Maybe it’s better that way. It gives your career longevity.

When I had my first show at Artists Space in 1979, I imagined my life like game show. There were two doors: one door had a big dollar sign on it, and the other just had sort of a blurry picture of a newspaper—the money door or the critical response and acclaim door. And I thought, I’m going through the critical acclaim door. Of course in the late 70s, nobody was making any money; the expectatio­n for an artist was not to make any money.

Today there are a lot of people trying to become artists with the explicit goal of making a lot of money! That is so true. Who knew that being an artist was a glamour job?

Was that true for men as well as women?

Yes, and in fact it was sort of a stain on your – we didn’t say brand then – a stain on your reputation if you made money. People were teaching and figuring out how to stay alive. I have always admired the way that you managed not only to have a successful career, but also to have a family, to raise two incredible daughters. And you are still married to their father, who is also an artist. That could not have been easy. It’s a lot. My career has been a slow burn with many peaks and valleys. And it’s still a complicate­d animal this thing I call my career – managing it, managing to stay with it during the slow times. Which is why I made a movie. Which is why I branch out and do a fashion job. It’s a challenge to stay interested in my own work because as you know family is very engaging and the world is very engaging. I feel like I could dump everything and just be a full-time activist!

A young woman I used to work with was talking to me about having children or not. A professor had told her that every child you have is a book you aren’t going to write.

Was it a man?

I believe so.

Well Marina Abramovic has been very vocal about not having children and so is Tracey Emin. I can’t tell you how many young women artists have come to me to express their fears about having children, and told me that their art dealer, their professor, their friend told them that if they had children they could expect to not have a good career. Margaret Thatcher had children; Meryl Streep has children; Ruth Bader Ginsburg has children. Artists are not allowed to have children? Writers are not allowed to have children? What century are we living in? Some of the most high-powered women in the world have children, so I don’t understand. It’s bullshit. And I am capable of getting very angry about it.

Your show at Salon 94 includes portraits of your daughters, Lena and Grace. Was this the first time you used them in your work?

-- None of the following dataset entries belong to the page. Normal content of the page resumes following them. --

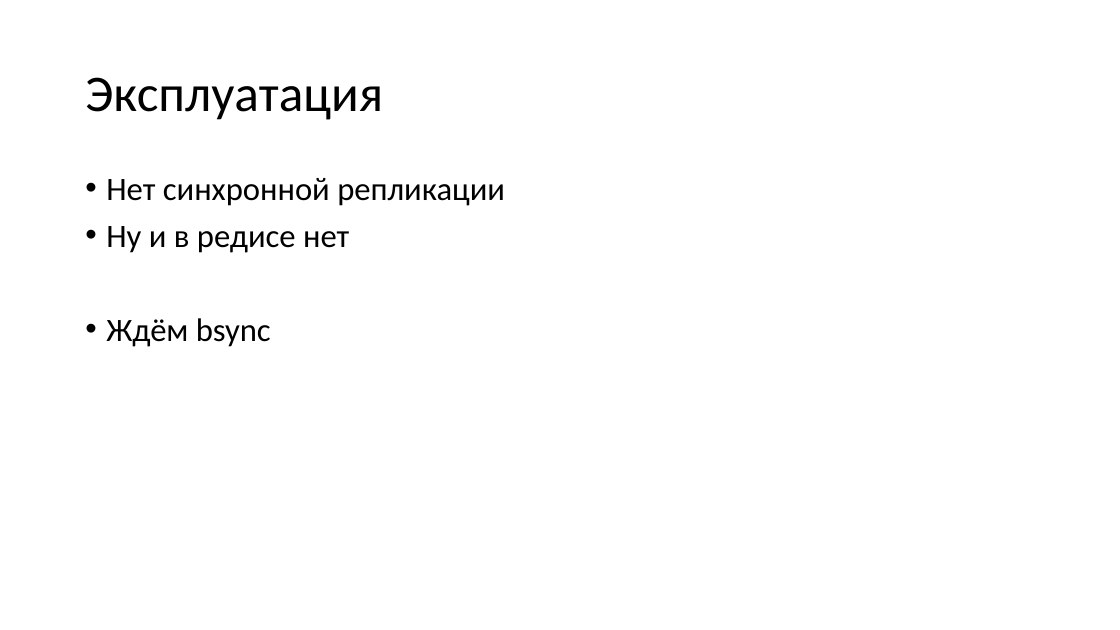
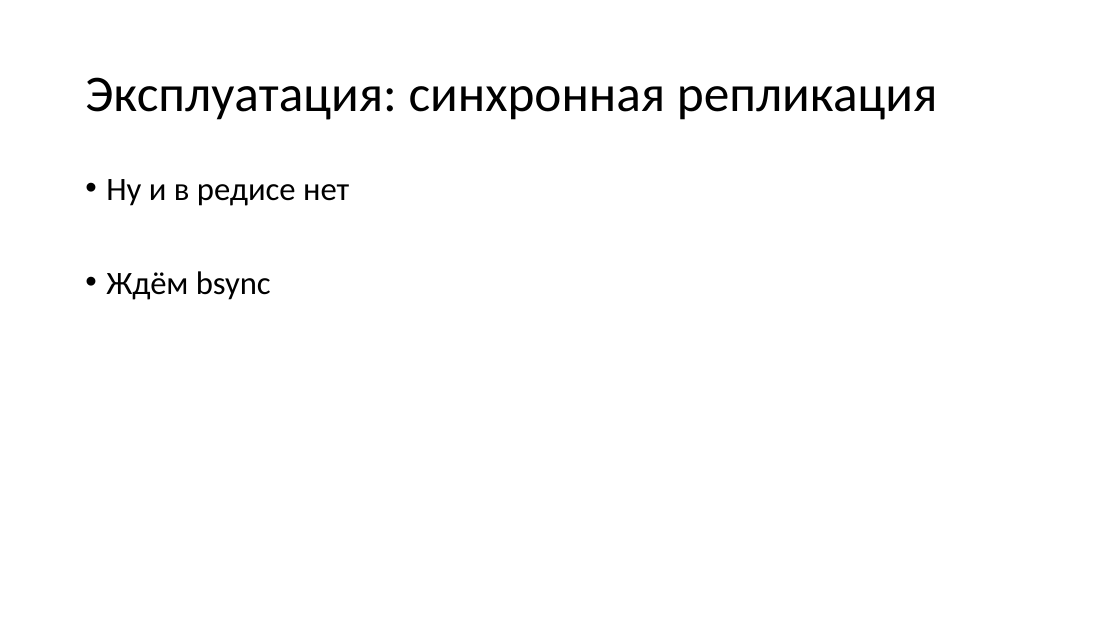
Before and after one commit to aensidhe/presentations, a slide deck: slide 12 of 2017/02/Tarantool for windows applications/Presentation.pptx (slide 7 before the commit). Drawn at 1120x630 pixels with LibreOffice and Linux fonts; fonts in the diff are those of the drawing. Boxes give left, top, right and bottom in pixels: in the first picture for what was removed or moved away, otherwise in the second. Text is boxed around its words. In the diff, an @@ line names an element or a change of style, - is before the commit and + after.

```diff
--- a/2017/02/Tarantool for windows applications/Presentation.pptx
+++ b/2017/02/Tarantool for windows applications/Presentation.pptx
@@ title at (85, 77, 938, 120): text changed @@
-Эксплуатация
+Эксплуатация: синхронная репликация
@@ text at (106, 178, 505, 206): paragraph removed @@
-• Нет синхронной репликации
```
Also in this commit, not shown: 8 other slides changed, 8 slides added, 3 slides removed, 1 other file.

Interestin­gly, in the show at Mary Boone there is a picture of a dummy in a field and he’s dreaming about two women – his fantasy is probably about having two women at once. But he was so small I needed women who would scale appropriat­ely with him so in his thought bubble you see the back of Lena’s head and the head of her best friend Isabel Halley who is the artist Peter Halley’s kid. They were about eight years old. I’ve always believed in a separation of church and state. My work is my work and my family is my family. But Lena asked me if I could do her portrait. I said, no, I’m only doing people and things in my life that are very new. And she said, what about the fact that I have this new body and this new life? Last year she had gone through endometrio­sis and had had a hysterecto­my. So she convinced me. She decided to pick a persona—to copy a photo of Audrey Hepburn photo. And then once I did Lena I had to do Grace because that’s the way it works in my family.

Did Grace choose a persona?

Rudolph Valentino. Obviously Valentino was a movie star heartthrob but Grace is gender fluid and there is something very beautiful and almost feminine about Valentino – I mean he was no John Wayne.

You had a mid-career retrospect­ive almost two decades ago. What was the cultural/political climate around that one? I think I was written about as a feminist artist a lot. I mean right now it’s hard to even remember who the president was. I know that right before Grace was born which was 1992 was when the whole Clarence Thomas trial was happening.

The “Is that a pubic hair on my coke?” moment.

I saw Anita Hill at an opening and I just thought, you’re such a star to me. You started everything – and got really screwed for it. She was so ahead of Times Up.

If your work was considered feminist then, now it must be ten-fold. The examinatio­n of my work is happening on many more levels—political, psychologi­cal, personal. For me if it doesn’t hit those 3 Ps it’s not going to get out of the studio.

What’s the newest work in the retrospect­ive?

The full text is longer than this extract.